Since then, the horrors of the Second World War had unfurled, and Colonel James Stewart had been so far from Hollywood, he wasn’t sure there was a place for him there any more.
Capra convinced him otherwise, and Stewart was later to credit Capra’s confidence in him with saving his film career.
Casting George’s wife Mary was more of a problem.
Star actresses baulked at accepting a role so bland and subordinate to that of the male lead.
Those who declined included Jean Arthur and Ginger Rogers, but Donna Reed accepted.
Beulah Bondi played George’s mum.
In fact, she made something of a career out of mothering James Stewart. She had done it in three earlier films — Of Human Hearts, Vivacious Lady and Mr Smith Goes To Washington!
Work began on creating the film’s small town, Bedford Falls, out at the RCA ranch in the San Fernando Valley.
It was no mean feat. The four-acre set included stores, a factory zone, a residential area and a 300-metre-long Main Street plus 20 mature oak trees!
Production costs rose not least because much of the action takes place in winter when it was actually being shot in June and July in 90 degrees of heat!
Many of the snow scenes were also set at night, so involved dusk-to-dawn shoots.
The snow itself was a nuisance.
Things had, at least, improved from the days of The Wizard of Oz, when raw asbestos was used.
Ground gypsum was the common substitute although its powdery nature had drawbacks.
The preferred alternative was bleached cornflakes.
They looked realistic, but attracted vermin. They also crunched loudly.
Special-effects man Russell Sherman found a solution.
He created fake snow with fire-extinguisher foam boosted with soap and sugar.
Fired under pressure in front of a huge fan, it could create a very impressive blizzard. Who needs CGI?
The film’s story reaches its crescendo on Christmas Eve and yet it was never intended as a festive feature.
The original release date was scheduled for January 30, 1947. The big holiday film was supposed to be Sinbad the Sailor, but hitches with Technicolor meant it wasn’t ready in time.
The general release of It’s A Wonderful Life was brought forward to January 7, but it opened in New York earlier on December 21 and a little later in Vegas to qualify for that year’s Oscars.
Although it was to be nominated for five Academy Awards, critics’ reviews were decidedly mixed.
Some loved it, but The New York Times judged: “For all its characteristic humours, Mr Capra’s Wonderful Life is . . . a figment of Pollyanna platitudes.”
Perhaps the appeal today is that it appears to hark back to a simpler past where good and bad were black and white — as was the film.
If you have seen a colour version, this was due to much-later post-production work strongly opposed by James Stewart.
But back in 1946, the film wasn’t meant to be a period piece. Angels aside, it purported to be contemporary.
Perhaps cinemagoers felt patronised.
It’s a Wonderful Life made just $3.3 million — not even meeting costs — and won no Oscars.

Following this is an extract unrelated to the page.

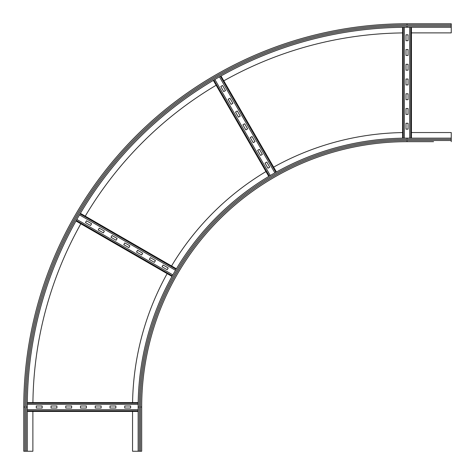 <?xml version="1.0" encoding="UTF-8"?>
<svg xmlns="http://www.w3.org/2000/svg" width="475" height="475" viewBox="0 0 475 475"><rect width="100%" height="100%" fill="white"/><g stroke="black" fill="none" stroke-linecap="round" stroke-linejoin="round"><path stroke-width="0.71" d="M433.562 141.681L407.027 141.681L433.562 141.681M140.499 451.25L140.499 407.027L141.681 407.027A265.347 265.347 0 0 1 407.027 141.681A265.347 265.347 0 0 0 141.681 407.027L141.681 451.25L138.142 451.25L138.142 407.027A268.886 268.886 0 0 1 407.027 138.142L451.25 138.142L451.25 141.681M411.451 132.543L451.25 132.543L451.25 138.142M132.578 402.604A274.485 274.485 0 0 1 167.135 273.63M171.558 265.97A274.485 274.485 0 0 1 265.97 171.558M273.63 167.135A274.485 274.485 0 0 1 402.604 132.578M138.142 451.25L132.543 451.25L132.543 411.451M451.25 27.289L407.027 27.289A379.739 379.739 0 0 0 27.289 407.027A379.739 379.739 0 0 1 407.027 27.289L407.027 26.107A380.914 380.914 0 0 0 26.107 407.027L27.289 407.027L27.289 451.25L23.75 451.25L23.75 407.027A383.277 383.277 0 0 1 407.027 23.75L451.25 23.75L451.25 32.888L411.451 32.888M23.75 433.562L23.75 424.715M23.75 407.027L24.932 407.027A382.096 382.096 0 0 1 407.027 24.932L407.027 23.75L451.25 23.75M32.917 402.604A374.134 374.134 0 0 1 80.827 223.802M85.251 216.143A374.134 374.134 0 0 1 216.143 85.251M223.802 80.827A374.134 374.134 0 0 1 402.604 32.917M32.888 411.451L32.888 451.25L27.289 451.25M109.986 405.994L115.882 405.994L115.882 408.061L109.986 408.061L109.986 405.994M95.243 405.994L101.139 405.994L101.139 408.061L95.243 408.061L95.243 405.994M80.507 405.994L86.403 405.994L86.403 408.061L80.507 408.061L80.507 405.994M65.764 405.994L71.66 405.994L71.66 408.061L65.764 408.061L65.764 405.994M51.021 405.994L56.917 405.994L56.917 408.061L51.021 408.061L51.021 405.994M124.729 405.994L130.625 405.994L130.625 408.061L124.729 408.061L124.729 405.994M36.278 405.994L42.174 405.994L42.174 408.061L36.278 408.061L36.278 405.994M27.289 411.451L138.142 411.451M138.142 409.682L27.289 409.682M27.312 402.604L138.178 402.604L27.312 402.604M138.154 404.373L27.295 404.373M150.332 257.634L155.438 260.579L154.405 262.366L149.298 259.421L150.332 257.634M137.566 250.26L142.672 253.211L141.639 254.998L136.533 252.047L137.566 250.26M124.8 242.891L129.907 245.836L128.873 247.623L123.767 244.678L124.8 242.891M112.029 235.517L117.135 238.468L116.108 240.255L111.002 237.304L112.029 235.517M99.263 228.148L104.369 231.099L103.342 232.887L98.23 229.936L99.263 228.148M163.097 265.002L168.203 267.947L167.17 269.735L162.064 266.79L163.097 265.002M86.498 220.78L91.604 223.725L90.571 225.512L85.464 222.567L86.498 220.78M75.976 221L171.986 276.432L75.976 221M172.852 274.888L76.843 219.462M80.394 213.34L176.409 268.773L80.394 213.34M175.507 270.293L79.497 214.866M259.421 149.298L262.366 154.405L260.579 155.438L257.634 150.332L259.421 149.298M252.047 136.533L254.998 141.639L253.211 142.672L250.26 137.566L252.047 136.533M244.678 123.767L247.623 128.873L245.836 129.907L242.891 124.8L244.678 123.767M237.304 111.002L240.255 116.108L238.468 117.135L235.517 112.029L237.304 111.002M229.936 98.23L232.887 103.342L231.099 104.369L228.148 99.263L229.936 98.23M266.79 162.064L269.735 167.17L267.947 168.203L265.002 163.097L266.79 162.064M222.567 85.464L225.512 90.571L223.725 91.604L220.78 86.498L222.567 85.464M213.34 80.394L268.773 176.409L213.34 80.394M270.293 175.507L214.866 79.497M221 75.976L276.432 171.986M274.888 172.852L219.462 76.843M405.994 55.444L405.994 49.548L408.061 49.548L408.061 55.444L405.994 55.444M405.994 70.187L405.994 64.291L408.061 64.291L408.061 70.187L405.994 70.187M405.994 84.924L405.994 79.028L408.061 79.028L408.061 84.924L405.994 84.924M405.994 99.667L405.994 93.771L408.061 93.771L408.061 99.667L405.994 99.667M405.994 114.41L405.994 108.514L408.061 108.514L408.061 114.41L405.994 114.41M405.994 40.702L405.994 34.806L408.061 34.806L408.061 40.702L405.994 40.702M405.994 129.153L405.994 123.257L408.061 123.257L408.061 129.153L405.994 129.153M411.451 138.142L411.451 27.289M409.682 27.289L409.682 138.142M402.604 138.178L402.604 27.312L402.604 138.178M404.373 27.295L404.373 138.154M407.027 141.681L407.027 140.499L451.25 140.499M139.323 451.25L139.323 407.027A267.704 267.704 0 0 1 407.027 139.323L451.25 139.323M407.027 139.323L407.027 138.142M140.499 407.027A266.522 266.522 0 0 1 407.027 140.499M139.323 407.027L138.142 407.027M407.027 26.107L451.25 26.107M407.027 24.932L451.25 24.932M26.107 407.027L26.107 451.25M24.932 407.027L24.932 451.25M27.289 410.81L138.142 410.81M27.307 403.239L138.172 403.239M76.285 220.442L172.294 275.874M80.073 213.887L176.083 269.319M213.887 80.073L269.319 176.083M220.442 76.285L275.874 172.294M410.81 138.142L410.81 27.289M403.239 138.172L403.239 27.307"/></g></svg>

Russell Sherman did later receive a Technical Achievement Certificate for his snow, though!
Donna Reed had a little bonus to add to her pay packet, too.
She was challenged on set to milk a cow by someone unaware the actress was raised on a farm in Iowa.
She called it: “The easiest 50 bucks I ever made.”
Capra’s subsequent films such as Riding High never achieved the popularity of his pre-war masterpieces and many have been forgotten.
It’s A Wonderful Life may, too, have slipped into obscurity — but for an admin error.
In the 1970s, the bankrupt owners of the film’s rights failed to renew their copyright.
The film entered the public domain and TV broadcasters — and their audiences — embraced it.
The film tapped into a nostalgic craving for an idealised past and watching it every year became, for many, a festive tradition.
Few were more surprised than Capra and Stewart. Both held the film as their own favourites from their careers, but were taken aback by its surge in popularity.
The rights were re-issued in the 90s, but annual viewing had become a tradition for many and all that’s needed is a DVD!
Young and old alike in many homes will be settling down in their snowman sweaters, mince pies in hand, to watch It’s A Wonderful Life all over again.